** Problem to solve **
Using the data beneath, show every line that includes the word "Problema".

** Supplied material **
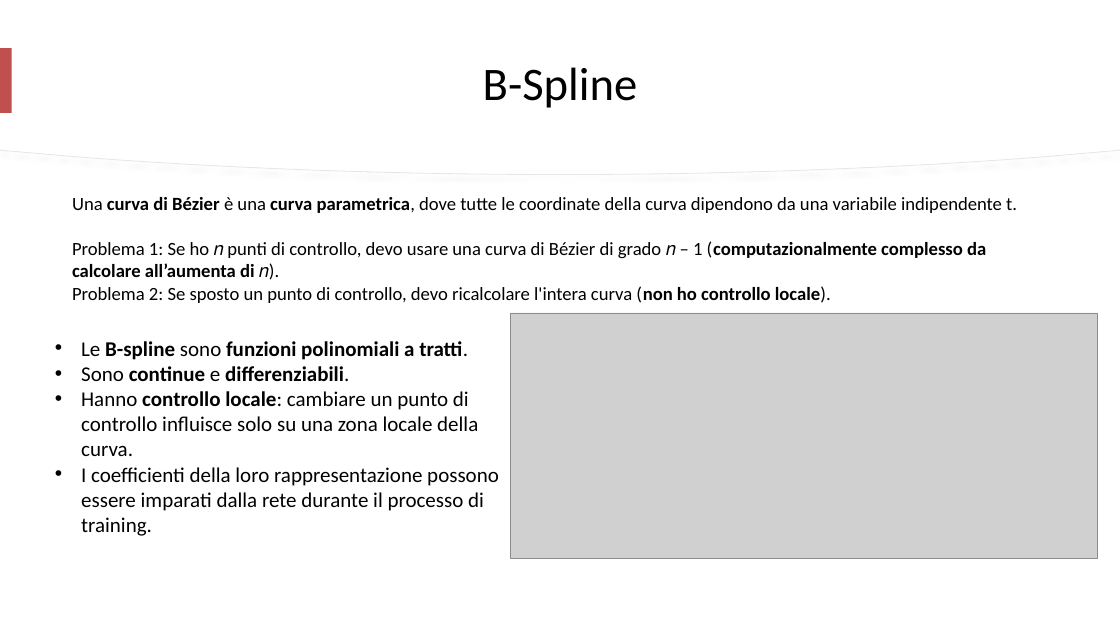
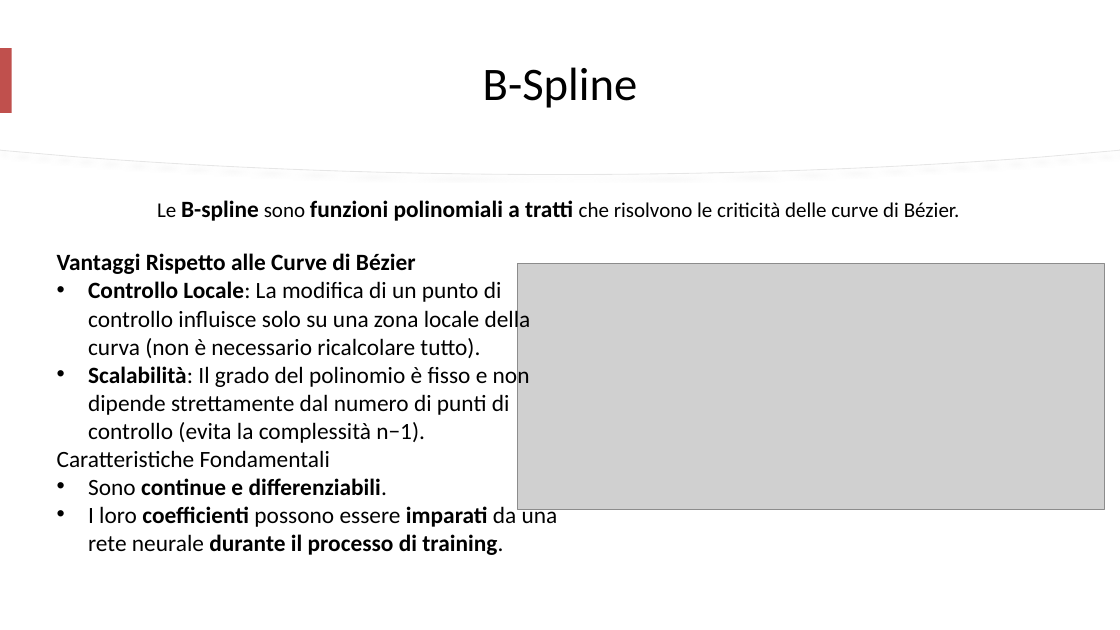
Before and after one commit to mtomas03/Thesis_Paper, a slide deck: slide 5 of Presentation.pptx. Drawn at 1120x630 pixels with LibreOffice and Linux fonts; fonts in the diff are those of the drawing; grey boxes stand for pictures. Boxes give left, top, right and bottom in pixels: in the first picture for what was removed or moved away, otherwise in the second. Text is boxed around its words. In the diff, an @@ line names an element or a change of style, - is before the commit and + after.

```diff
--- a/Presentation.pptx
+++ b/Presentation.pptx
@@ text removed at bbox=[72, 197, 1017, 303] @@
-Una curva di Bézier è una curva parametrica, dove tutte le coordinate della curva dipendono da una variabile indipendente t.
-Problema 1: Se ho 𝑛 punti di controllo, devo usare una curva di Bézier di grado 𝑛 – 1 (computazionalmente complesso da calcolare all’aumenta di 𝑛).
-Problema 2: Se sposto un punto di controllo, devo ricalcolare l'intera curva (non ho controllo locale).
@@ text added at bbox=[157, 200, 960, 221], 18 pt, text #000000 @@
+Le B-spline sono funzioni polinomiali a tratti che risolvono le criticità delle curve di Bézier.
@@ text "Vantaggi Rispetto alle Curve di ...": place and size @@
-text "Vantaggi Rispetto alle Curve di ..." at bbox=[81, 341, 499, 536]
+text "Vantaggi Rispetto alle Curve di ..." at bbox=[57, 253, 558, 555]
@@ text "Vantaggi Rispetto alle Curve di ..." at bbox=[57, 253, 558, 555]: vertical alignment middle to top @@
@@ text at bbox=[57, 253, 531, 467]: text changed; size 18 to 20 pt; bold off @@
-• Le B-spline sono funzioni polinomiali a tratti.
+Vantaggi Rispetto alle Curve di Bézier
+• Controllo Locale: La modifica di un punto di controllo influisce solo su una zona locale della curva (non è necessario ricalcolare tutto).
+• Scalabilità: Il grado del polinomio è fisso e non dipende strettamente dal numero di punti di controllo (evita la complessità n−1).
+Caratteristiche Fondamentali
@@ picture: place and size @@
-picture at bbox=[511, 313, 1098, 560]
+picture at bbox=[518, 264, 1105, 510]
@@ text at bbox=[88, 478, 387, 495]: size 18 to 20 pt in "Sono continue e differenziabili."; bold on in "e"; indent changed @@
@@ text at bbox=[88, 506, 558, 555]: text changed; size 18 to 20 pt; bold on @@
-• Hanno controllo locale: cambiare un punto di controllo influisce solo su una zona locale della curva.
-• I coefficienti della loro rappresentazione possono essere imparati dalla rete durante il processo di training.
+• I loro coefficienti possono essere imparati da una rete neurale durante il processo di training.
```
Also in this commit, not shown: 3 other slides changed, 2 other files.
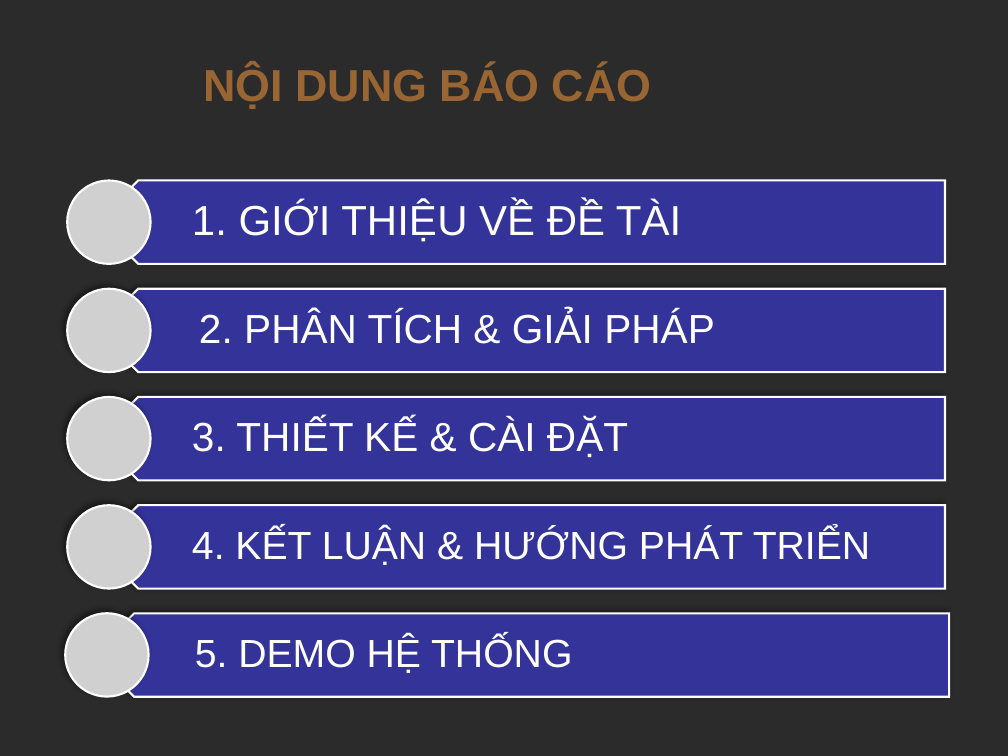
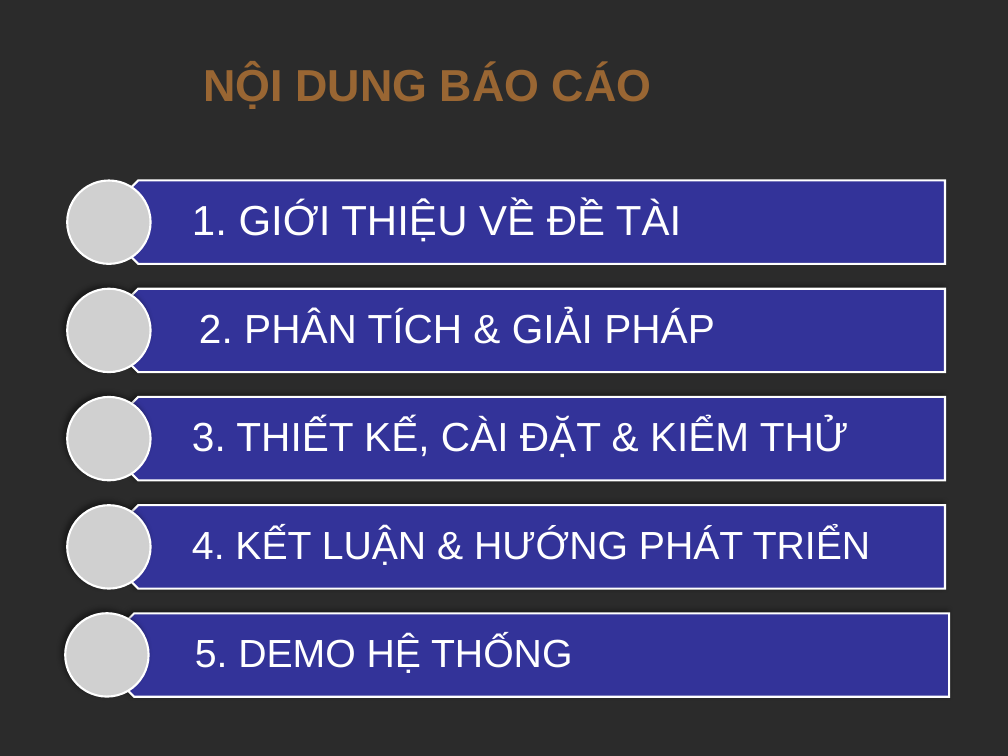
Before and after one commit to nhgiang196/luanvan, a slide deck: slide 2 of maubaocaolv.pptx. Drawn at 1008x756 pixels with LibreOffice and Linux fonts; fonts in the diff are those of the drawing; grey boxes stand for pictures; background and template pictures are left out; a plain dark background stands for a picture behind light text. Boxes give left, top, right and bottom in pixels: in the first picture for what was removed or moved away, otherwise in the second. Text is boxed around its words. In the diff, an @@ line names an element or a change of style, - is before the commit and + after.

```diff
--- a/maubaocaolv.pptx
+++ b/maubaocaolv.pptx
@@ text at <box>192,419,849,457</box>: text changed @@
-3. THIẾT KẾ & CÀI ĐẶT
+3. THIẾT KẾ, CÀI ĐẶT & KIỂM THỬ
```
Also in this commit, not shown: 11 other slides changed, 2 slides removed, 1 other file.
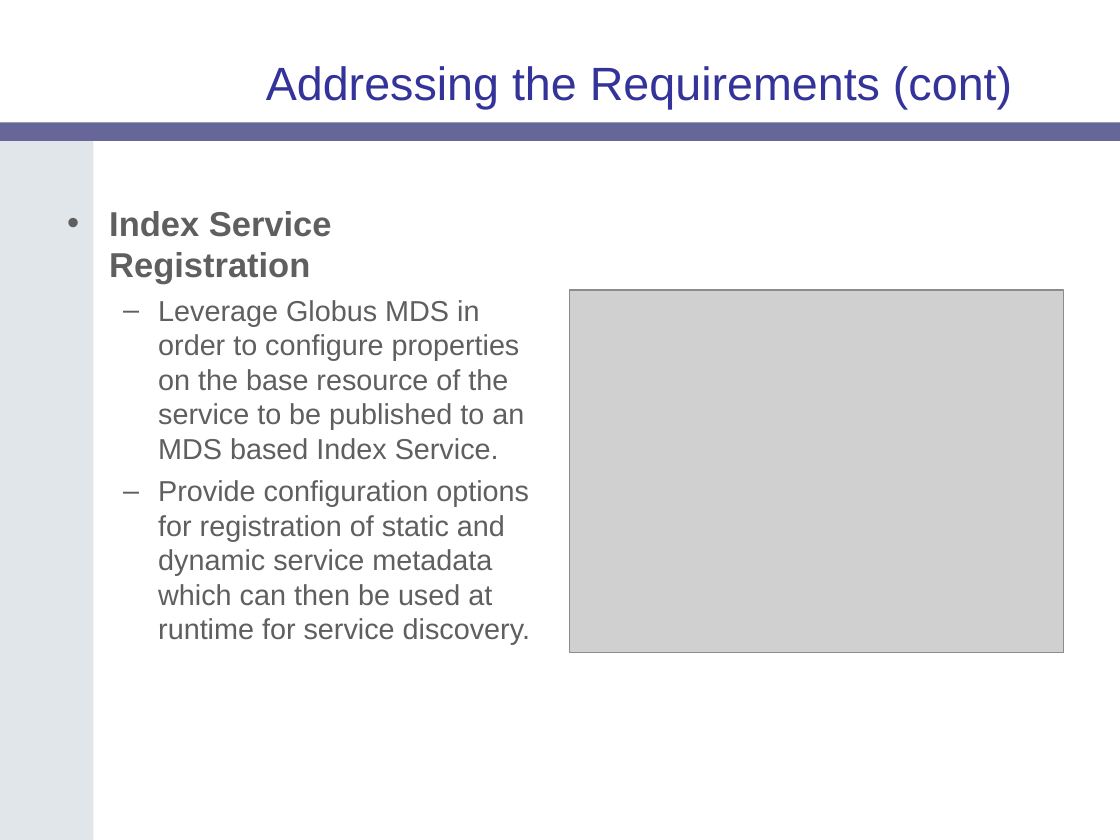
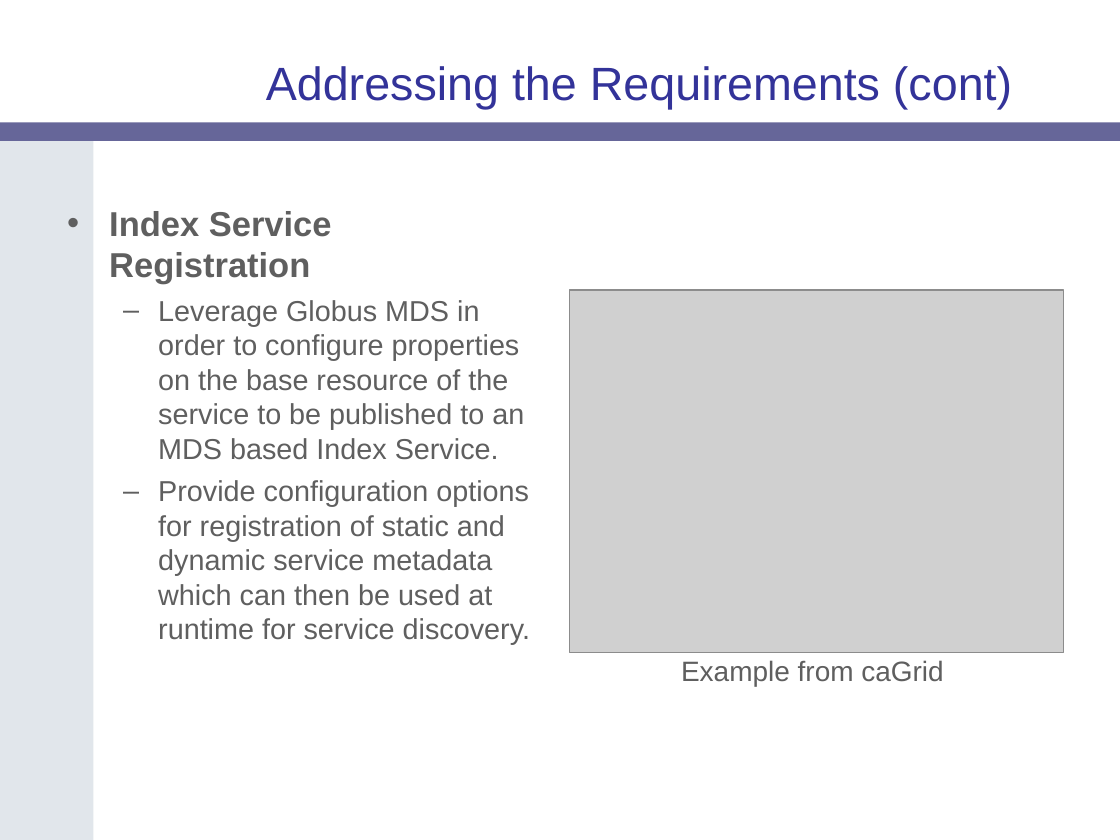
Before and after one commit to NCIP/cagrid-docs, a slide deck: slide 7 of presentations/introduce/Introduce-OGF19.ppt (slide 14 before the commit). Drawn at 1120x840 pixels with LibreOffice and Linux fonts; fonts in the diff are those of the drawing; grey boxes stand for pictures; background and template pictures are left out. Boxes give left, top, right and bottom in pixels: in the first picture for what was removed or moved away, otherwise in the second. Text is boxed around its words. In the diff, an @@ line names an element or a change of style, - is before the commit and + after.

```diff
--- a/presentations/introduce/Introduce-OGF19.ppt
+++ b/presentations/introduce/Introduce-OGF19.ppt
@@ text added at (681, 660, 943, 686), 18 pt, text #5F5F5F @@
+Example from caGrid
```
Also in this commit, not shown: 4 other slides changed, 3 slides added, 1 slide removed.

** Result for this exercise **
-Problema 1: Se ho 𝑛 punti di controllo, devo usare una curva di Bézier di grado 𝑛 – 1 (computazionalmente complesso da calcolare all’aumenta di 𝑛).
-Problema 2: Se sposto un punto di controllo, devo ricalcolare l'intera curva (non ho controllo locale).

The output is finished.